Persuasion aims to reduce polarisation and find common ground on even the trickiest topics, and that was Yascha’s theme through the conversation for his podcast, The Good Fight. I didn’t think the particular compromises he suggests are workable, and explained why – but as always a pleasure to talk to someone who hasn’t been steeped in this topic, and who can come at it afresh.
So, a nice mixture: a free-speech campaigner who’s well-versed on gender issues; a conservative Catholic outlet that does better reporting on issues affecting gay men and lesbian women than any mainstream Irish outlet; an Australian podcast with a very wide reach and a political theorist committed to old-fashioned liberal values seeking to talk across America’s political divide. If anything good comes out of this mess, it’ll be the way it has ripped up all the old certainties and got thoughtful, altruistic people talking to each other across differences again.

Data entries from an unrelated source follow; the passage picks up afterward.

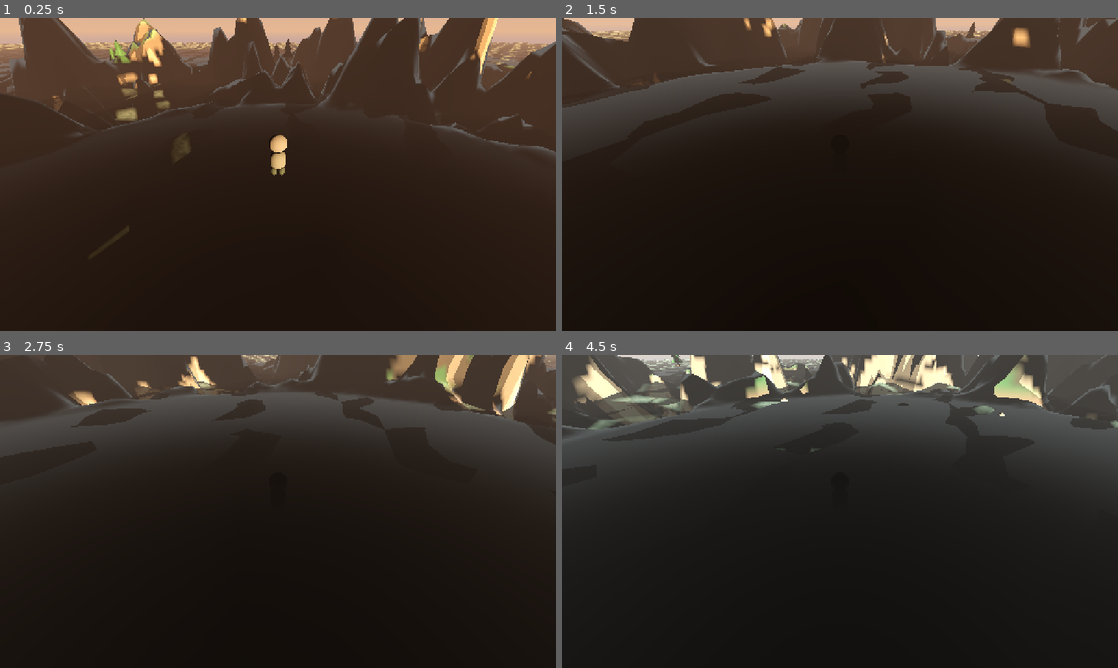
Above: before the commit, frames 1-4 (two rows, left to right).
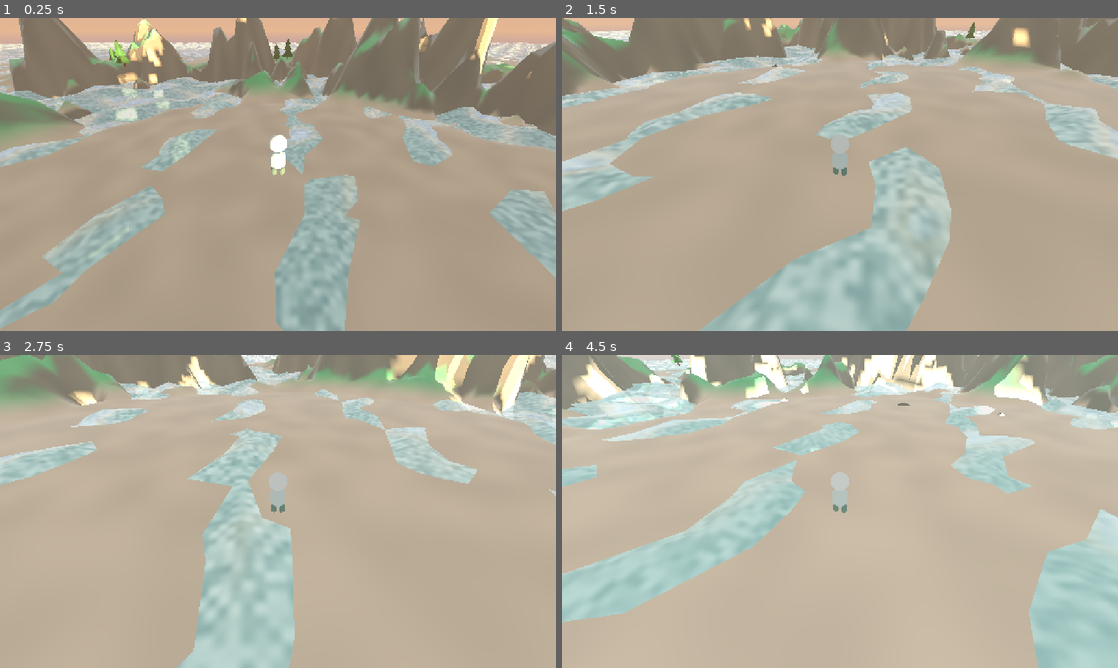
Above: after the commit, the same moments.

Repository: hunterbastian/yama
Game: Godot game, scene res://scenes/main.tscn
The game is run twice, just before and just after one commit, with the same random seed, the same clock (stepped at 60 frames per second) and the same inputs.
Inputs (mouse positions are in pixels of both pictures, inside the frame that each line leads up to):
- Up to frame 1 (0.25 s): no input
- Up to frame 2 (1.5 s): tap Enter at 0.5 s; move the mouse to (867, 174) at 0.52 s; hold R (regenerate) 0.53-1.28 s; hold W (move_forward) from 0.53 s (still down); tap Space (jump) at 0.77 s; move the mouse to (812, 174) at 1.27 s; tap Shift (sprint) at 1.35 s
- Up to frame 3 (2.75 s): keep holding W (move_forward); tap Space (jump) at 1.52 s; move the mouse to (289, 505) at 2.02 s; hold R (regenerate) from 2.03 s (still down)
- Up to frame 4 (4.5 s): keep holding W (move_forward); move the mouse to (834, 517) at 2.77 s; release R (regenerate) at 2.78 s; tap Shift (sprint) at 2.85, 4.35 s; tap Space (jump) at 3.02, 3.77 s; move the mouse to (878, 514) at 3.52 s; hold R (regenerate) 3.53-4.28 s; move the mouse to (795, 508) at 4.27 s

The runs differ from the first frame. In frame 1, 96% of the frame differs, in the area x 0-100%, y 0-100%; in frame 2, 99%; in frame 3, 100%; in frame 4, 100%.

Commit message:
feat: underwater fog override and terrain caustic patterns
Co-Authored-By: Claude Sonnet 4.6 <noreply@anthropic.com>

Diff:
--- a/scripts/main.gd
+++ b/scripts/main.gd
@@ -21,6 +21,7 @@
 
 var _water_base_y := 0.0
 var _game_time := 0.0
+var _underwater_blend := 0.0
 
 func _water_height_at(x: float, z: float) -> float:
 	var h := _water_base_y
@@ -108,6 +109,31 @@
 	fog_color = fog_color.lerp(SUNSET_FOG, sunset_factor * 0.7)
 	env.environment.fog_light_color = fog_color
 
+	# Underwater detection
+	var cam_pos: Vector3 = $Player/CameraPivot/Camera3D.global_position
+	var cam_water_y: float = _water_height_at(cam_pos.x, cam_pos.z)
+	var target_blend := 1.0 if cam_pos.y < cam_water_y else 0.0
+	_underwater_blend = lerpf(_underwater_blend, target_blend, 1.0 - exp(-delta * 8.0))
+
+	# Underwater fog/ambient override
+	if _underwater_blend > 0.01:
+		var underwater_fog := Color(0.05, 0.18, 0.25)
+		fog_color = fog_color.lerp(underwater_fog, _underwater_blend)
+		env.environment.fog_light_color = fog_color
+		env.environment.fog_density = lerpf(0.003, 0.05, _underwater_blend)
+		var underwater_ambient := Color(0.15, 0.35, 0.45)
+		env.environment.ambient_light_color = Color.WHITE.lerp(underwater_ambient, _underwater_blend)
+	else:
+		env.environment.fog_density = 0.003
+		env.environment.ambient_light_color = Color.WHITE
+
+	# Caustic uniform on terrain shader
+	var terrain_mesh: MeshInstance3D = terrain.get_node("MeshInstance3D")
+	var terrain_mat: ShaderMaterial = terrain_mesh.material_override
+	if terrain_mat:
+		terrain_mat.set_shader_parameter("caustic_strength", _underwater_blend)
+		terrain_mat.set_shader_parameter("water_y_uniform", _water_base_y)
+
 	# Volumetric fog plane — sync color with environment fog
 	var fog_mat: ShaderMaterial = fog_mesh.material_override
 	if fog_mat:
--- a/shaders/terrain.gdshader
+++ b/shaders/terrain.gdshader
@@ -6,6 +6,8 @@
 uniform float island_radius : hint_range(10.0, 100.0) = 55.0;
 uniform float meadow_radius : hint_range(0.0, 40.0) = 15.0;
 uniform float meadow_transition : hint_range(1.0, 20.0) = 10.0;
+uniform float caustic_strength : hint_range(0.0, 1.0) = 0.0;
+uniform float water_y_uniform = -10.0;
 
 varying float v_height;
 varying vec3 v_world_normal;
@@ -38,6 +40,21 @@
 	g.x = a0.x * x0.x + h.x * x0.y;
 	g.yz = a0.yz * x12.xz + h.yz * x12.yw;
 	return 130.0 * dot(m, g);
+}
+
+float hash(vec2 p) {
+	return fract(sin(dot(p, vec2(127.1, 311.7))) * 43758.5453);
+}
+
+float value_noise(vec2 p) {
+	vec2 i = floor(p);
+	vec2 f = fract(p);
+	f = f * f * (3.0 - 2.0 * f);
+	float a = hash(i);
+	float b = hash(i + vec2(1.0, 0.0));
+	float c = hash(i + vec2(0.0, 1.0));
+	float d = hash(i + vec2(1.0, 1.0));
+	return mix(mix(a, b, f.x), mix(c, d, f.x), f.y);
 }
 
 float terrain_height(vec2 pos) {
@@ -100,6 +117,13 @@
 	float variation = snoise(v_world_pos.xz * 0.3) * 0.04;
 	col += vec3(variation, variation * 0.8, variation * 0.6);
 
+	// Underwater caustics
+	if (caustic_strength > 0.0 && v_world_pos.y < water_y_uniform) {
+		float caustic = value_noise(v_world_pos.xz * 2.0 + TIME * vec2(0.3, 0.2));
+		caustic = pow(caustic, 2.0) * 0.4;
+		col += vec3(caustic) * caustic_strength;
+	}
+
 	// Rim light — bright silhouette edges
 	float rim = 1.0 - max(dot(NORMAL, VIEW), 0.0);
 	rim = smoothstep(0.5, 1.0, rim);

I’m also so grateful to finally be talking to people outside the gender bubble – although of course still very grateful to the people who listened right from the start. When my book came out my in-laws said that what I was describing couldn’t seriously be happening, because if it was it would have been on the BBC. So it was nice to hear from an Australian friend that her dad finally takes seriously what she’s been going on for years, now that he’s heard it on John Anderson’s show. The mainstream news blackout has made it so difficult to be believed.